= Scott Boswell =

English cricketer (born 1974)

Scott Anthony John Boswell (born 11 September 1974 in Fulford, York, North Yorkshire, England) is an English cricketer, who until his retirement specialised as a medium-fast bowler.

In his youth, Boswell played both cricket and rugby for the first team at Pocklington School and captained his house. After leaving school he attended the University of Wolverhampton, where a shoulder injury stopped him playing rugby. Boswell then went on to play first for Northamptonshire and then for Leicestershire before moving to club cricket.

He is most well known for bowling a 14 ball over in the 2001 C&G Trophy final against Somerset at Lord's, whilst playing for Leicestershire. Cricinfo rated this as the sixth worst over in history and The Observer rated him as the 9th biggest choker in the history of sport. In the semi-final, where Leicestershire defeated Lancashire, Boswell had taken four wickets for 44 runs, all of them England internationals.
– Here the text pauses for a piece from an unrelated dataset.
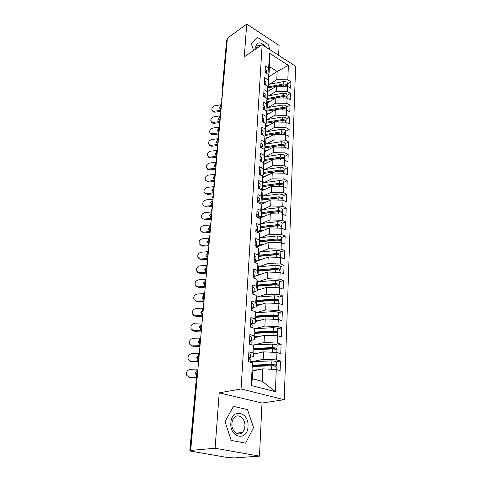 <?xml version="1.0" encoding="UTF-8"?>
<svg xmlns="http://www.w3.org/2000/svg" width="482" height="482" viewBox="0 0 482 482"><rect width="100%" height="100%" fill="white"/><g stroke="black" fill="none" stroke-linecap="round" stroke-linejoin="round"><path stroke-width="0.72" d="M259.473 456.123L262.009 403.018L219.232 392.83L215.099 448.254L259.473 456.123L234.541 457.9L227.98 457.605L189.83 450.965L196.656 374.683L195.439 374.002L195.27 373.122L196.77 371.52L197.716 371.477M278.626 55.316L279.102 45.38L246.73 24.1L227.402 38.192L190.685 450.423L215.099 448.254M284.217 399.692L295.617 66.281L262.142 44.675L241.072 388.98L284.217 399.692L262.009 403.018M251.176 385.498L252.423 362.795L253.086 366.163L252.405 378.756L251.176 385.498L275.385 391.667L276.27 369.489L280.12 370.574L280.476 361.024L276.65 359.903L276.951 352.456L280.759 353.601L281.108 344.25L277.325 343.07L277.614 335.779L281.38 336.984L281.717 327.832L277.981 326.591L278.265 319.452L281.988 320.711L282.319 311.752L278.62 310.456L278.903 303.461L282.579 304.781L282.91 296.002L279.253 294.653L279.524 287.802L283.163 289.17L283.488 280.572L279.867 279.174L280.138 272.463L283.735 273.878L284.055 265.449L280.476 264.003L280.735 257.424L284.296 258.894L284.609 250.634L281.066 249.14L281.319 242.693L284.844 244.205L285.151 236.108L281.645 234.565L281.898 228.245L285.386 229.806L285.681 221.865L282.217 220.286L282.464 214.086L285.91 215.689L286.206 207.899L282.771 206.278L283.012 200.199L286.428 201.838L286.718 194.198L283.32 192.535L283.555 186.576L286.941 188.257L287.218 180.762L283.856 179.063L284.091 173.213L287.435 174.93L287.712 167.573L284.386 165.838L284.615 160.102L287.929 161.85L288.194 154.632L284.898 152.866L285.127 147.233L288.405 149.016L288.67 141.931L285.41 140.129L285.627 134.599L288.875 136.412L289.14 129.459L285.904 127.628L286.121 122.199L289.339 124.043L289.598 117.216L286.392 115.355L286.609 110.023L289.796 111.896L290.043 105.19L286.874 103.305L287.085 98.069L290.242 99.967L290.483 93.381L287.344 91.466L287.549 86.32L290.676 88.248L290.917 81.777L287.561 83.796M268.414 76.993L277.174 71.493L269.414 66.636L269.462 53.231L268.661 67.89L265.383 65.847L265.004 72.433L268.299 74.463L268.01 79.675L264.702 77.656L264.317 84.362L267.643 86.362L267.347 91.67L264.009 89.682L263.612 96.514L266.974 98.491L266.679 103.895L263.299 101.931L262.901 108.89L266.293 110.836L265.992 116.343L262.582 114.415L262.172 121.506L265.6 123.422L265.293 129.031L261.847 127.134L261.431 134.364L264.895 136.243L264.582 141.961L261.099 140.099L260.678 147.468L264.178 149.312L263.853 155.144L260.34 153.312L259.906 160.825L263.443 162.639L263.118 168.58L259.563 166.784L259.117 174.448L262.696 176.219L262.359 182.286L258.768 180.527L258.316 188.342L261.931 190.077L261.593 196.258L257.96 194.541L257.502 202.512L261.154 204.205L260.81 210.513L257.135 208.839L256.665 216.972L260.358 218.623L260.009 225.058L256.291 223.425L255.815 231.728L259.551 233.336L259.189 239.903L255.436 238.319L254.948 246.79L258.726 248.351L258.358 255.05L254.556 253.514L254.062 262.166L257.882 263.678L257.502 270.523L253.665 269.034L253.152 277.867L257.02 279.325L256.635 286.314L252.749 284.886L252.231 293.906L256.141 295.309L255.749 302.449L251.815 301.075L251.285 310.294L255.243 311.637L254.839 318.933L250.863 317.614L250.321 327.037L254.321 328.32L253.912 335.773L249.887 334.52L249.333 344.148L253.381 345.365L252.966 352.987L248.893 351.8L248.32 361.645L252.423 362.795M269.462 53.231L288.387 65.365L287.808 79.837L290.917 81.777M267.896 91.405L276.463 86.2L276.216 91.333L268.751 95.816M287.549 86.32L276.463 86.2M287.344 91.466L276.216 91.333M269.414 66.636L268.968 74.915L268.335 75.312M268.661 67.89L268.968 74.915M267.203 103.064L275.897 97.93L275.644 103.154L268.094 107.558M287.085 98.069L275.897 97.93M286.874 103.305L275.644 103.154M268.299 74.463L268.613 81.422L268.329 86.585L267.673 86.989M268.01 79.675L268.329 86.585M266.51 114.921L275.318 109.866L275.065 115.186L267.42 119.518M286.609 110.023L275.318 109.866M286.392 115.355L275.065 115.186M267.643 86.362L267.968 93.213L267.679 98.473L266.992 98.882M267.347 91.67L267.679 98.473M265.805 126.995L274.734 122.024L274.469 127.441L266.727 131.694M286.121 122.199L274.734 122.024M285.904 127.628L274.469 127.441M266.974 98.491L267.311 105.221L267.022 110.571L266.305 110.993M266.679 103.895L267.022 110.571M265.076 139.286L274.137 134.406L273.866 139.925L266.022 144.094M285.627 134.599L274.137 134.406M285.41 140.129L273.866 139.925M266.293 110.836L266.648 117.445L266.347 122.898L265.51 123.374M265.992 116.343L266.347 122.898M264.335 151.806L273.529 147.016L273.252 152.637L265.305 156.722M285.127 147.233L273.529 147.016M284.898 152.866L273.252 152.637M265.6 123.422L265.968 129.905L265.666 135.454L264.558 136.063M265.293 129.031L265.666 135.454M263.576 164.555L272.908 159.861L272.631 165.591L264.564 169.58M284.615 160.102L272.908 159.861M284.386 165.838L272.631 165.591M264.895 136.243L265.275 142.594L264.967 148.251L263.564 148.992M264.582 141.961L264.967 148.251M262.792 177.545L272.276 172.954L271.993 178.792L263.811 182.684M284.091 173.213L272.276 172.954M283.856 179.063L271.993 178.792M264.178 149.312L264.57 155.517L264.257 161.289L262.521 162.169M263.853 155.144L264.257 161.289M261.985 190.782L271.631 186.293L271.342 192.246L263.033 196.041M283.555 186.576L271.631 186.293M283.32 192.535L271.342 192.246M263.443 162.639L263.853 168.694L263.534 174.574L261.437 175.599M263.118 168.58L263.534 174.574M261.16 204.266L270.974 199.891L270.679 205.959L262.238 209.646M283.012 200.199L270.974 199.891M282.771 206.278L270.679 205.959M262.696 176.219L263.124 182.124L262.792 188.119L260.298 189.287M262.359 182.286L262.792 188.119M259.635 218.298L270.3 213.755L270.004 219.943L261.419 223.521M282.464 214.086L270.3 213.755M282.217 220.286L270.004 219.943M261.931 190.077L262.377 195.819L262.039 201.928L259.093 203.253M261.593 196.258L262.039 201.928M257.924 232.637L269.619 227.89L269.311 234.204L260.581 237.662M281.898 228.245L269.619 227.89M281.645 234.565L269.311 234.204M261.154 204.205L261.612 209.778L261.274 216.008L258.25 217.31M260.81 210.513L261.274 216.008M256.563 247.061L268.92 242.307L268.613 248.742L259.714 252.086M281.319 242.693L268.92 242.307M281.066 249.14L268.613 248.742M260.358 218.623L260.84 224.022L260.491 230.378L257.436 231.619M260.009 225.058L260.491 230.378M255.743 261.545L268.209 257.014L267.896 263.582L258.822 266.793M280.735 257.424L268.209 257.014M280.476 264.003L267.896 263.582M259.551 233.336L260.045 238.548L259.69 245.031L256.611 246.218M259.189 239.903L259.69 245.031M257.882 263.678L258.412 268.486L258.045 275.24L254.677 276.391L267.486 272.023L267.161 278.723L257.894 281.801M280.138 272.463L267.486 272.023M279.867 279.174L267.161 278.723M258.726 248.351L259.238 253.363L258.876 259.979L255.725 261.13M258.358 255.05L258.876 259.979M257.219 290.381L266.745 287.338L266.419 294.171L256.936 297.111M279.524 287.802L266.745 287.338M279.253 294.653L266.419 294.171M257.502 270.523L258.045 275.24M256.376 305.817L265.992 302.967L265.654 309.944L255.936 312.734M278.903 303.461L265.992 302.967M278.62 310.456L265.654 309.944M257.02 279.325L257.575 283.928L257.195 290.821L253.713 291.929M256.635 286.314L257.195 290.821M255.52 321.578L265.221 318.921L264.877 326.049L254.894 328.676M278.265 319.452L265.221 318.921M277.981 326.591L264.877 326.049M256.141 295.309L256.713 299.683L256.328 306.727L253.104 307.679M255.749 302.449L256.328 306.727M254.641 337.659L264.431 335.219L264.082 342.497L253.797 344.955M277.614 335.779L264.431 335.219M277.325 343.07L264.082 342.497M255.243 311.637L255.834 315.776L255.442 322.97L252.219 323.844M254.839 318.933L255.442 322.97M253.749 354.089L263.63 351.86L263.268 359.295L252.634 361.578M276.951 352.456L263.63 351.86M276.65 359.903L263.268 359.295M254.321 328.32L254.942 332.212L254.538 339.557L251.285 340.364M253.912 335.773L254.538 339.557M197.463 374.339L190.366 450.815L192.077 450.664L190.685 450.423M190.366 450.815L189.83 450.965M252.833 370.863L262.81 368.863L262.208 381.334L275.385 391.667M276.27 369.489L262.81 368.863M253.381 345.365L254.026 349.01L253.616 356.511L250.333 357.24M252.966 352.987L253.616 356.511M227.046 39.819L222.823 87.097L222.353 87.778L226.582 40.548L227.275 39.657M219.232 392.83L241.072 388.98M246.73 24.1L244.284 56.852L262.142 44.675M233.427 406.38L225.034 421.708L231.203 440.421L245.615 443.145L253.526 427.636L247.513 409.579L233.427 406.38L247.513 409.579L253.526 427.636L245.615 443.145L231.203 440.421L225.034 421.708L233.427 406.38M251.375 44.001L253.64 50.471L251.375 44.001L257.496 37.433L251.375 44.001M268.137 44.356L257.496 37.433L268.137 44.356L270.047 49.779L268.137 44.356M269.402 84.272L276.776 79.723L277.174 71.493L288.387 65.365M252.405 378.756L262.208 381.334M287.808 79.837L276.776 79.723M280.476 361.024L276.457 361.855M199.048 356.56L198.144 358.114L198.946 357.746M281.108 344.25L277.132 345.166M281.717 327.832L277.789 328.832L276.764 328.061L273.336 327.676L254.382 328.706M282.319 311.752L278.427 312.83M282.91 296.002L279.048 297.159M283.488 280.572L279.662 281.801M284.055 265.449L280.265 266.751M284.609 250.634L280.849 252.002M285.151 236.108L281.428 237.542M285.681 221.865L281.994 223.359M286.206 207.899L282.548 209.447M286.718 194.198L283.097 195.806M287.218 180.762L283.627 182.419M287.712 167.573L284.151 169.284M288.194 154.632L284.669 156.397M288.67 141.931L285.169 143.738M289.14 129.459L285.669 131.315M289.598 117.216L286.151 119.114M290.043 105.19L286.633 107.131M290.483 93.381L287.103 95.358M200.482 340.443L199.59 341.973L200.385 341.569M201.892 324.645L201.006 326.157L201.795 325.724M202.982 312.42L202.392 310.655L203.175 310.197M204.332 297.213L203.753 295.466L204.531 294.978M205.947 279.12L205.085 280.572L205.862 280.06M206.965 267.685L206.392 265.992L207.164 265.431M208.242 253.345L207.676 251.646L208.441 251.08M209.495 239.283L208.935 237.596L209.694 237.011M210.724 225.486L210.164 223.835L210.923 223.202M211.929 211.947L211.375 210.309L212.134 209.652M213.11 198.662L212.568 197.036L213.315 196.355M214.273 185.624L213.731 184.004L214.478 183.305M215.412 172.815L214.882 171.206L215.623 170.489M216.532 160.247L216.002 158.644L216.743 157.909M217.635 147.896L217.111 146.305L217.84 145.552M218.714 135.767L218.195 134.189L218.924 133.412M219.774 123.85L219.262 122.277L219.985 121.488M220.816 112.143L220.31 110.577L221.027 109.769M221.841 100.636L221.34 99.081L222.051 98.256M250.056 362.127L250.206 359.494L248.495 358.608M249.489 358.891L250.285 358.096L248.579 357.21M248.79 353.553L250.489 354.451L250.285 358.096M197.933 369.098L190.456 369.23C187.088 370.056 185.883 372.14 186.841 375.49L190.48 377.653L188.36 376.894M196.445 377.093L189.715 377.171M190.48 377.653L196.397 377.587M196.897 371.514L197.644 372.014L196.023 373.616L196.301 374.665M252.99 365.663L272.499 365.007L274.095 365.374L272.463 365.814M252.875 365.097L271.764 364.452L275.27 364.82L276.325 365.495L276.463 361.934L275.415 361.253L271.914 360.885L250.08 361.729M276.325 365.495L274.897 366.103M253.074 366.434L271.703 365.82L275.216 366.187L276.27 366.856L276.162 369.489M254.653 370.495L252.851 370.55M257.954 369.833L252.881 369.989M251.044 344.66L251.182 342.244L249.495 341.304M250.568 341.642L251.261 340.882L249.574 339.937M249.778 336.358L251.459 337.31L251.261 340.882M199.331 353.402L191.926 353.589C188.625 354.403 187.42 356.433 188.311 359.692L191.95 361.892L189.721 361.054M198.192 358.897L196.849 358.204L196.692 357.367L198.18 355.788L199.12 355.734M198.632 361.211L191.197 361.373M191.95 361.892L198.584 361.771M198.307 355.776L199.042 356.312L197.439 357.897L197.668 358.861M252.008 327.579L252.134 325.368L250.471 324.374M251.604 324.766L252.213 324.031L250.55 323.03M250.748 319.53L252.405 320.542L252.213 324.031M200.699 338.015L193.36 338.256C190.125 339.051 188.92 341.039 189.763 344.208L193.39 346.438L191.071 345.528M199.903 343.389L198.235 342.72L198.096 341.919L199.566 340.358L200.494 340.298M200.018 345.666L192.649 345.889M193.39 346.438L199.964 346.269M199.958 341.003L198.825 342.485L199.018 343.365M252.954 310.86L253.068 308.848L251.429 307.799M252.61 308.251L253.14 307.546L251.502 306.492M251.7 303.064L253.339 304.124L253.14 307.546M202.042 322.922L194.77 323.217C191.595 324 190.396 325.94 191.179 329.019L194.806 331.285L192.402 330.303M201.578 328.17L200.657 328.224L199.596 327.531L199.464 326.772L201.368 325.205M201.374 330.429L194.071 330.7M194.806 331.285L201.319 331.068M201.024 326.049L200.187 327.368L200.343 328.17M253.881 294.502L253.984 292.682L252.363 291.586M253.58 292.086L254.056 291.405L252.435 290.303M252.628 286.947L254.243 288.055L254.056 291.405M203.362 308.118L196.156 308.462C193.035 309.239 191.842 311.131 192.577 314.131L196.192 316.421L193.716 315.373M202.904 313.264L201.988 313.33L200.934 312.643L200.807 311.914L202.452 310.378M202.705 315.481L195.469 315.806M196.192 316.421L202.645 316.162M202.404 311.209L201.518 312.541L201.645 313.264L200.934 312.643M254.026 349.01L273.21 348.191L274.788 348.576L273.68 348.95M253.918 348.402L272.481 347.6L275.957 347.974L276.993 348.691L277.132 345.208L276.096 344.479L272.631 344.106L252.273 345.034M276.993 348.691L275.855 349.293M253.984 349.715L272.426 348.938L275.903 349.311L276.939 350.022L276.843 352.45M255.267 353.746L253.761 353.806M258.539 353.005L253.797 353.198M254.912 332.713L273.909 331.724L275.469 332.128L274.74 332.441M254.912 332.056L273.192 331.098L276.626 331.477L277.65 332.243L276.728 332.839M254.876 333.345L273.131 332.405L276.572 332.785L277.596 333.544L277.512 335.773M255.918 337.346L254.659 337.406M259.153 336.532L254.695 336.755M255.785 316.746L274.589 315.602L275.776 315.74L276.132 316.023L275.692 316.276M255.822 316.047L273.878 314.939L277.283 315.33L278.295 316.132L278.427 312.794L277.415 311.981L274.023 311.589L255.406 312.764M278.295 316.132L277.536 316.722M255.749 317.313L273.824 316.222L277.228 316.608L278.241 317.409L278.162 319.446M256.593 321.283L255.532 321.343M259.798 320.403L255.568 320.657M256.635 301.105L275.258 299.81L276.433 299.949L276.566 300.449M256.677 300.364L274.559 299.117L277.921 299.509L278.921 300.352L279.054 297.081L278.054 296.225L274.698 295.834L256.382 297.147M278.921 300.352L278.283 300.937M256.611 301.612L274.505 300.37L277.873 300.762L278.873 301.605L278.801 303.455M257.28 305.552L256.388 305.612M260.455 304.612L256.43 304.883M230.848 422.919C229.486 438.198 247.694 441.608 248.001 426.486C249.302 411.755 231.547 407.682 230.848 422.919M231.92 423.491C231.203 430.751 238.024 436.68 242.193 432.523C243.802 431.016 244.699 428.902 244.898 426.184C245.549 418.96 238.765 413.062 234.553 417.304C233.011 418.78 232.131 420.84 231.92 423.491M265.937 47.122C260.726 41.579 257.322 41.464 255.731 46.778L255.864 48.953M260.684 45.669C259.159 45.091 257.984 45.308 257.159 46.314L256.472 48.543M254.785 278.488L254.882 276.855L253.279 275.704M254.526 276.258L254.948 275.602L253.351 274.451M253.538 271.161L255.135 272.324L254.948 275.602M204.657 293.598L197.512 293.99C194.445 294.755 193.258 296.605 193.951 299.527L197.554 301.84L195.011 300.732M204.205 298.647L203.302 298.72L202.241 298.033L202.127 297.34L203.741 295.821M204.013 300.822L196.837 301.196M197.554 301.84L203.946 301.539M203.922 296.581L202.832 297.997L202.928 298.647M257.472 285.784L275.915 284.344L277.078 284.482L277.331 284.934M257.515 285.001L275.222 283.615L278.554 284.012L279.542 284.892L279.668 281.687L278.68 280.795L275.361 280.397L257.322 281.843M279.542 284.892L278.994 285.471M257.448 286.218L275.168 284.844L278.5 285.242L279.488 286.121L279.421 287.796M257.972 290.14L257.231 290.194M261.117 289.134L257.274 289.429M264.955 285.199L267.588 284.995M255.671 262.804L255.755 261.352L254.177 260.16M255.442 260.756L255.828 260.123L254.249 258.924M254.43 255.707L256.008 256.912L255.828 260.123M205.663 279.379L198.843 279.789C195.831 280.542 194.65 282.35 195.294 285.205L198.885 287.531L196.295 286.362M205.483 284.302L204.585 284.38L203.531 283.699L203.422 283.036L205.193 281.524M205.296 286.441L198.18 286.856M198.885 287.531L205.23 287.188M205.525 282.241L204.115 283.723L204.187 284.308M256.545 247.447L256.617 246.163L255.056 244.928M256.34 245.579L256.683 244.964L255.123 243.723M255.303 240.566L256.864 241.819L256.683 244.964M206.543 265.437L200.15 265.847C197.186 266.6 196.011 268.366 196.62 271.143L200.193 273.487L197.56 272.27M206.736 270.227L205.844 270.312L204.79 269.637L204.693 269.004L206.097 267.54L206.79 267.468M206.549 272.324L199.5 272.788M200.193 273.487L206.483 273.107M206.212 267.528L206.892 268.239L205.374 269.715L205.428 270.233M257.394 232.408L257.454 231.288L255.912 230.01M257.207 230.703L257.521 230.113L255.984 228.83M256.159 225.739L257.695 227.028L257.521 230.113M207.67 251.725L201.434 252.164C198.518 252.911 197.349 254.635 197.921 257.352L201.482 259.702L198.807 258.442M207.965 256.412L207.085 256.502L206.031 255.834L205.941 255.231L207.326 253.785L208.212 253.683M207.784 258.466L200.795 258.979M201.482 259.702L207.712 259.286M207.441 253.767L208.116 254.508L206.615 255.966L206.651 256.424M258.292 270.764L276.554 269.185L278.024 269.727M258.334 269.944L275.873 268.42L279.168 268.823L280.144 269.745L280.271 266.606L279.295 265.678L276.005 265.269L258.232 266.847M280.144 269.745L279.674 270.318M258.268 271.137L275.818 269.625L279.12 270.028L280.096 270.944L280.036 272.457M258.671 275.035L258.057 275.089M261.792 273.969L258.099 274.282M261.786 270.462L269.113 269.824M259.093 256.038L277.186 254.327L278.662 254.815M259.141 255.189L276.511 253.538L279.771 253.942L280.735 254.9L280.861 251.821L279.897 250.857L276.638 250.447L259.111 252.14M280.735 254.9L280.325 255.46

Boswell currently coaches Stoughton and Thurnby in the Leicestershire Premier League and plays for Kibworth. He also coaches at Loughborough University and started his teaching career at the Beauchamp College, in Oadby, Leicestershire, where he also coached the school's cricket teams and the sixth form rugby team. He was the Director of Cricket at Nottingham High School until 2011 and is currently Head of Cricket at Trent College, Nottinghamshire.

Scott recently made his return to Lord's as a player, fielding for several overs as twelfth man during Kibworth Cricket Club's rain-abandoned 2008 Cockspur Cup final match.